Drug effectiveness and replacement for prevention and treatment
Some women within the FGDs remained satisfied with SP, stating it still offered protection from malaria infection. However, other FGD participants believed SP no longer served its purpose and instead left them feeling weak, causing them to visit ANC again.
“Sometimes when you took the Fansidar [SP] it wasn’t serving its purpose in the body and you could go again to be given another one.” (FGD 1)
DP was commonly considered as “the new SP” and received positive views by the women, including that it gave women strength, was very effective and made malaria disappear. Women said DP tablets were slightly bigger and a different shape, but that they had no problems taking them.
“Because when we were given this drug, we were protected and we never got sick again. Before I started antenatal clinic visits I used to get sick and when I came here and was given this new drug, I got some strength and I was able to work but I wouldn’t work beforehand.” (FGD 1)
None of the women reported having experienced side effects with DP. In contrast, there were several reports that SP sometimes led to dizziness or nausea. This was especially associated with receiving SP as IPTp without a confirmed diagnosis of malaria.
“Others when they were given Fansidar [SP], they were experiencing nausea, so when they were given this new drug they were able to differentiate because they did not experience any side effects.” (FGD 4)
“When we used to receive Fansidar [SP] without being tested…since you take the drug when not sick, you started feeling some odd things in the body.” (FGD 1).
Prevention versus treatment
SP was strongly associated with prevention, providing relief for a short period of time rather than treatment, whereas DP was seen exclusively as treatment.
“There is a difference between these two drugs; Fansidar [SP] protects one from malaria, but then after some time malaria symptoms resurfaces again while this new drug [DP] heals or rather cures so it’s good to go for the new drug because it cures.” (FGD 2)
DOT versus continued medication at home
Only a few women in each FGD engaged with the issue of adherence, but those who did conceded it was sometimes difficult to take the full DP course. When asked about likely adherence to completing the full course of DP at home outside a trial setting, it was suggested that there may be laziness by some women to comply with required adherence and a risk that tablets may be misplaced by children in the home.
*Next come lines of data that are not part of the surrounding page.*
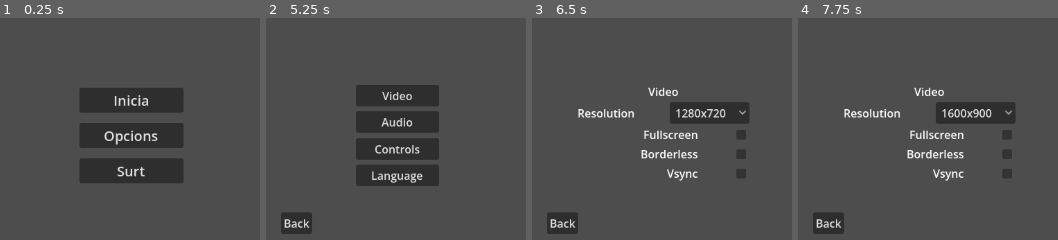
Above: before the commit, frames 1-4 (left to right).
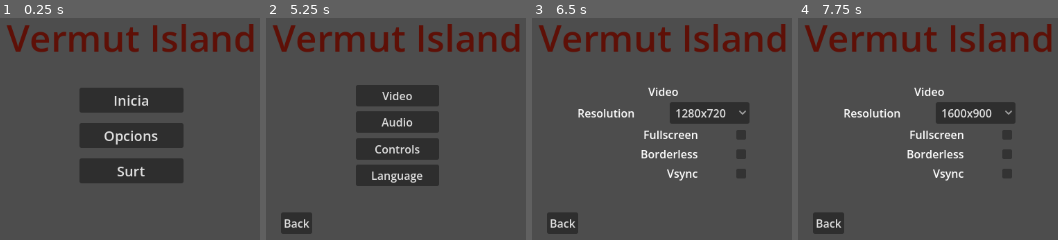
Above: after the commit, the same moments.

Repository: jbp-nextret/vermut-island
Game: Godot game, scene res://Scenes/MainMenu.tscn
Same seed, same stepped clock (60 frames per second), same inputs: the game is played once before the commit and once after it.
Inputs (mouse positions are in pixels of both pictures, inside the frame that each line leads up to):
- Up to frame 1 (0.25 s): no input
- Up to frame 2 (5.25 s): click "Inicia" at 0.5 s; click "Surt" at 1.25 s; click "Inicia" at 2 s; click "Surt" at 2.75 s; click "Inicia" at 3.5 s; click "Surt" at 4.25 s; click "Opcions" at 5 s
- Up to frame 3 (6.5 s): click "Video" at 5.75 s
- Up to frame 4 (7.75 s): click "1280x720" at 6.5 s; click (1006, 153) at 7.25 s

The runs differ from the first frame. In frame 1, 4.1% of the frame differs, in the area x 2-98%, y 2-16%; in frame 2, 4.1%; in frame 3, 4.1%; in frame 4, 4.1%.

Commit message:
#2 UI Menú principal implementat

Diff:
--- a/Scenes/MainMenu.tscn
+++ b/Scenes/MainMenu.tscn
@@ -471,6 +471,22 @@
 grow_vertical = 0
 text = "Back"
 
+[node name="Label" type="Label" parent="." unique_id=1476490782]
+layout_mode = 1
+anchors_preset = 5
+anchor_left = 0.5
+anchor_right = 0.5
+offset_left = -180.0
+offset_top = 146.0
+offset_right = 180.0
+offset_bottom = 219.0
+grow_horizontal = 2
+theme_override_colors/font_color = Color(0.36804634, 0.0632562, 0.02836297, 1)
+theme_override_colors/font_shadow_color = Color(0, 0, 0, 0)
+theme_override_colors/font_outline_color = Color(0, 0, 0, 1)
+theme_override_font_sizes/font_size = 53
+text = "Vermut Island"
+
 [connection signal="pressed" from="Menu/Control/Start" to="Menu" method="_on_start_button_pressed"]
 [connection signal="pressed" from="Menu/Control2/Options" to="Menu" method="_on_options_button_pressed"]
 [connection signal="pressed" from="Menu/Control3/Quit" to="Menu" method="_on_quit_button_pressed"]

“They give you the medication, you take it and because sometimes us women we may be lazy to take the medication, we may not properly take it [at home].” (FGD 1)
Opinion was equally divided as to whether it would be better to take DP at the ANC or at home due to difficulty in daily travel or getting permission from their husbands. No opinions were expressed about adherence to SP as SP was routinely administered as DOT both in the trial and as experienced by the women in previous routine healthcare.
Reasons for repeat visits
Expectations and previous experiences at prior antenatal visits were major influences amongst pregnant women to attend subsequent antenatal care visits. Being well received and respectfully handled by health workers, informed about the wellbeing of their unborn baby and reassured of their own health by being tested for HIV and other infections, and receipt of medications and LLINs were expectations and experiences cited to have promoted high attendance of subsequent visits.